Each of these constitutes a "change" in SoCal Edison's rate.

   Second, as an economic matter the agreement will result in
huge changes in the rates SoCal Edison customers will pay.
Before the entry of the Stipulated Judgment, any overcollection
in rates was subject to refund under the Commission
Decision 01-03-082. After the entry of the Judgment, it is not.
TURN estimates that the SoCal Edison - Commission deal
adds $3.3 billion to ratepayers' electric costs.

                                       C

   [8] As we have noted, as a matter of federal law, state officials
cannot enter into a federally-sanctioned consent decree
beyond their authority under state law. In addition, California
agencies such as the Commission are explicitly prohibited by
the state constitution from agreeing to be enjoined from
enforcing state laws that have not been declared unconstitutional
by an appellate court. Article III, section 3.5, of the
California Constitution provides that:

     [a]n administrative agency, including an administrative
     agency created by the Constitution . . . has no
     power . . . (c) [t]o declare a statute unenforceable, or
     to refuse to enforce a statute on the basis that federal
     law or federal regulations prohibit the enforcement
     of such statute unless an appellate court has made a





                         SO. CAL. EDISON v. LYNCH           14683
-------------------------------------------------------------------------------

     determination that the enforcement of such statute is
     prohibited by federal law or federal regulations.

CAL. CONST. art. III,ss.3.5. In assenting to the judgment here,
the Commission ("an administrative agency created by the
Constitution," see CAL. CONST. art. XII) was refusing to
enforce both the substantive limits on the utilities' transition
cost recovery and the procedures required of the Commission
when making rate orders. By stipulating to the judgment, the
Commission agreed not only to exempt SoCal Edison from
AB 1890 but also to be enjoined from enforcing AB 1890.
Thus, assuming our interpretation of California state law is
correct, the Stipulated Judgment must be vacated as void.

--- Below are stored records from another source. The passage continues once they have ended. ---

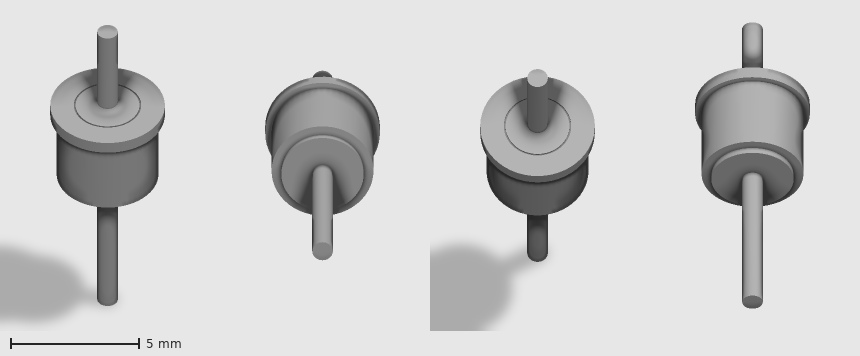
import cadquery as cq
import math

total_length = 13.84
upper_pin_length = 3.8
flange_thickness = 0.5
body_length = 3.06
step_thickness = 0.25

pin_diameter = 0.8
flange_diameter = 4.47
body_diameter = 3.97
step_diameter = 3.21

collar_diameter = 1.48
collar_height = 0.17

groove_outer_diameter = 2.63
groove_width = 0.07
groove_depth = 0.07

flange_top = total_length - upper_pin_length
body_top = flange_top - flange_thickness
body_bottom = body_top - body_length
step_bottom = body_bottom - step_thickness


def cylinder(diameter, bottom, top):
    """Upright cylinder on the Z axis."""
    return cq.Workplane("XY").workplane(offset=bottom).circle(diameter / 2).extrude(top - bottom)


def concave_collar():
    """Flared collar whose arc runs out tangent to the flange face."""
    pin_radius = pin_diameter / 2
    collar_radius = collar_diameter / 2
    flare_width = collar_radius - pin_radius
    arc_radius = (flare_width**2 + collar_height**2) / (2 * collar_height)
    half_angle = math.asin(flare_width / arc_radius) / 2
    arc_middle = (
        collar_radius - arc_radius * math.sin(half_angle),
        flange_top + arc_radius * (1 - math.cos(half_angle)),
    )
    return (
        cq.Workplane("XZ")
        .moveTo(0, body_top)
        .lineTo(collar_radius, body_top)
        .lineTo(collar_radius, flange_top)
        .threePointArc(arc_middle, (pin_radius, flange_top + collar_height))
        .lineTo(0, flange_top + collar_height)
        .close()
        .revolve(360, (0, 0), (0, 1))
    )


def ring_groove():
    """Ring of material to remove from the top face."""
    groove_bottom = flange_top - groove_depth
    groove_inner_diameter = groove_outer_diameter - 2 * groove_width
    outer = cylinder(groove_outer_diameter, groove_bottom, flange_top)
    return outer.cut(cylinder(groove_inner_diameter, groove_bottom, flange_top))


flange = cylinder(flange_diameter, body_top, flange_top)
body = cylinder(body_diameter, body_bottom, body_top)
step = cylinder(step_diameter, step_bottom, body_bottom)
pin = cylinder(pin_diameter, 0, total_length)

result = flange.union(body).union(step).union(pin).union(concave_collar()).cut(ring_groove())

                                       D

   [9] However, ours is not the final word on California state
law. Federal courts are bound by the pronouncements of the
state's highest court on applicable state law. Davis v. Metro
Productions, Inc., 885 F.2d 515, 524 (9th Cir. 1989). However,
the decisions of California appellate courts provide no
controlling precedent on these issues of state law; thus, this
case satisfies the criteria for certification. See Cal. Rules of
Court 29.5(a)(3). Resolution of the state law issues involved
in this litigation will have a substantial effect on California
law and the citizens of California. Accordingly, principles of
comity suggest that those decisions should be made by California
courts. Thus, by separate order accompanying this decision,
we certify these issues of state law to the Supreme Court
of California and respectfully request the Court to accept certification.

                                       X

   We affirm the judgment of the district court in all respects,
except for the state law claims identified in section IX. We
respectfully certify those issues to the Supreme Court of California.
We stay further proceedings in this case pending a





14684                     SO. CAL. EDISON v. LYNCH
-------------------------------------------------------------------------------

response from the Supreme Court of California on the request
for certification.

                      AFFIRMED IN PART; CERTIFIED IN PART.